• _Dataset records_
'''

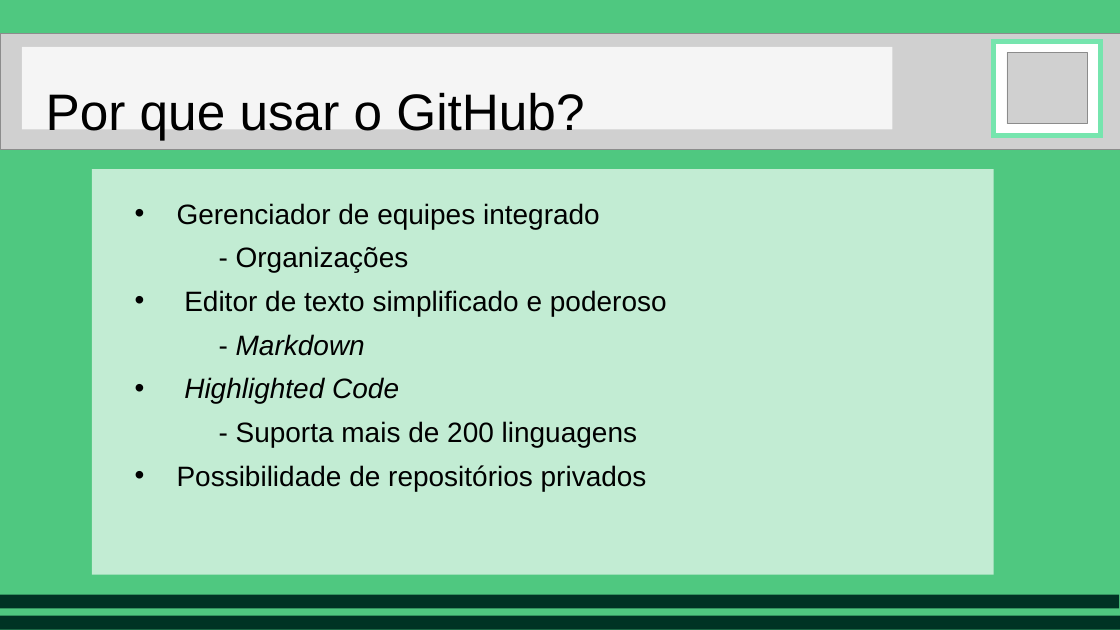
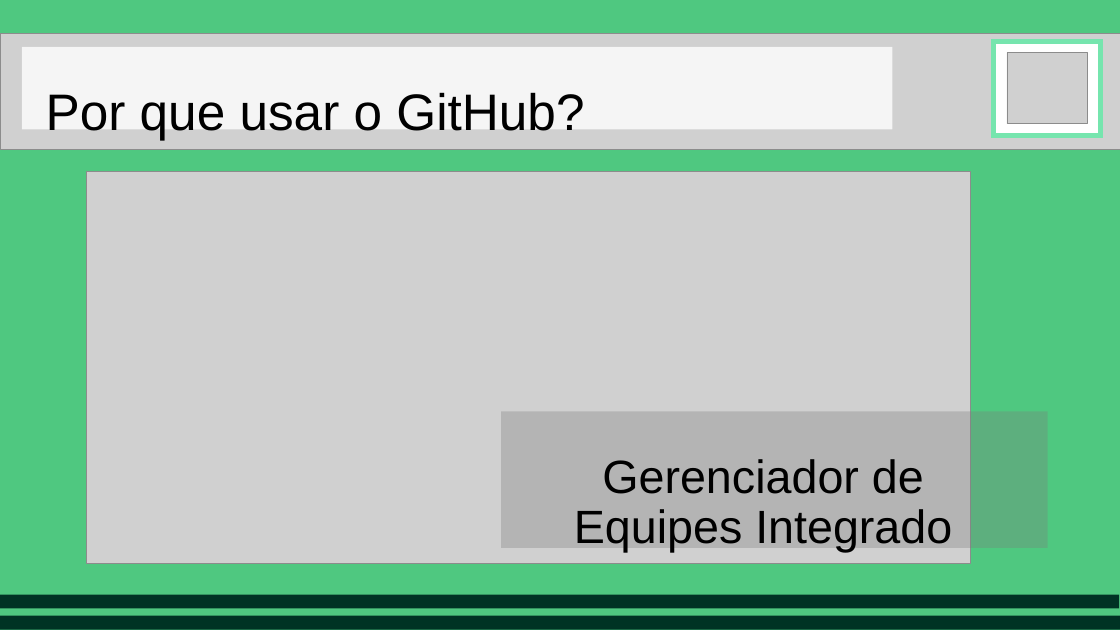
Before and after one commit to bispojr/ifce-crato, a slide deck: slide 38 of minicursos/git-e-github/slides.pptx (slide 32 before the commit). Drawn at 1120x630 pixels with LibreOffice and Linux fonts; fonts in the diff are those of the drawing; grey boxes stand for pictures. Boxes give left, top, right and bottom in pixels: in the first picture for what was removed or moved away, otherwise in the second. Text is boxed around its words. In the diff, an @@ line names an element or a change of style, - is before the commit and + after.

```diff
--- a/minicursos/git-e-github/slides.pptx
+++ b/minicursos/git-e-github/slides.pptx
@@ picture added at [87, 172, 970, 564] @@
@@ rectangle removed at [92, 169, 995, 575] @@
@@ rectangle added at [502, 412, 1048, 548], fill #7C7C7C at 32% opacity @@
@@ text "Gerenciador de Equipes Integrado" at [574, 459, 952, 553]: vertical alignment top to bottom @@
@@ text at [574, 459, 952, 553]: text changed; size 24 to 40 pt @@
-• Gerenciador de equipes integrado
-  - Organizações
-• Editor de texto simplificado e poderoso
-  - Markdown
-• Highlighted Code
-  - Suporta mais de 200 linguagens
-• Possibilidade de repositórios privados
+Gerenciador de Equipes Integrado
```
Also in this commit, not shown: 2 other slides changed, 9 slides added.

'''

• _The problem_
The copy should hold every entry above word for word and none of the pictures.

• _Task solution_
Before and after one commit to bispojr/ifce-crato, a slide deck: slide 38 of minicursos/git-e-github/slides.pptx (slide 32 before the commit). Drawn at 1120x630 pixels with LibreOffice and Linux fonts; fonts in the diff are those of the drawing; grey boxes stand for pictures. Boxes give left, top, right and bottom in pixels: in the first picture for what was removed or moved away, otherwise in the second. Text is boxed around its words. In the diff, an @@ line names an element or a change of style, - is before the commit and + after.

```diff
--- a/minicursos/git-e-github/slides.pptx
+++ b/minicursos/git-e-github/slides.pptx
@@ picture added at [87, 172, 970, 564] @@
@@ rectangle removed at [92, 169, 995, 575] @@
@@ rectangle added at [502, 412, 1048, 548], fill #7C7C7C at 32% opacity @@
@@ text "Gerenciador de Equipes Integrado" at [574, 459, 952, 553]: vertical alignment top to bottom @@
@@ text at [574, 459, 952, 553]: text changed; size 24 to 40 pt @@
-• Gerenciador de equipes integrado
-  - Organizações
-• Editor de texto simplificado e poderoso
-  - Markdown
-• Highlighted Code
-  - Suporta mais de 200 linguagens
-• Possibilidade de repositórios privados
+Gerenciador de Equipes Integrado
```
Also in this commit, not shown: 2 other slides changed, 9 slides added.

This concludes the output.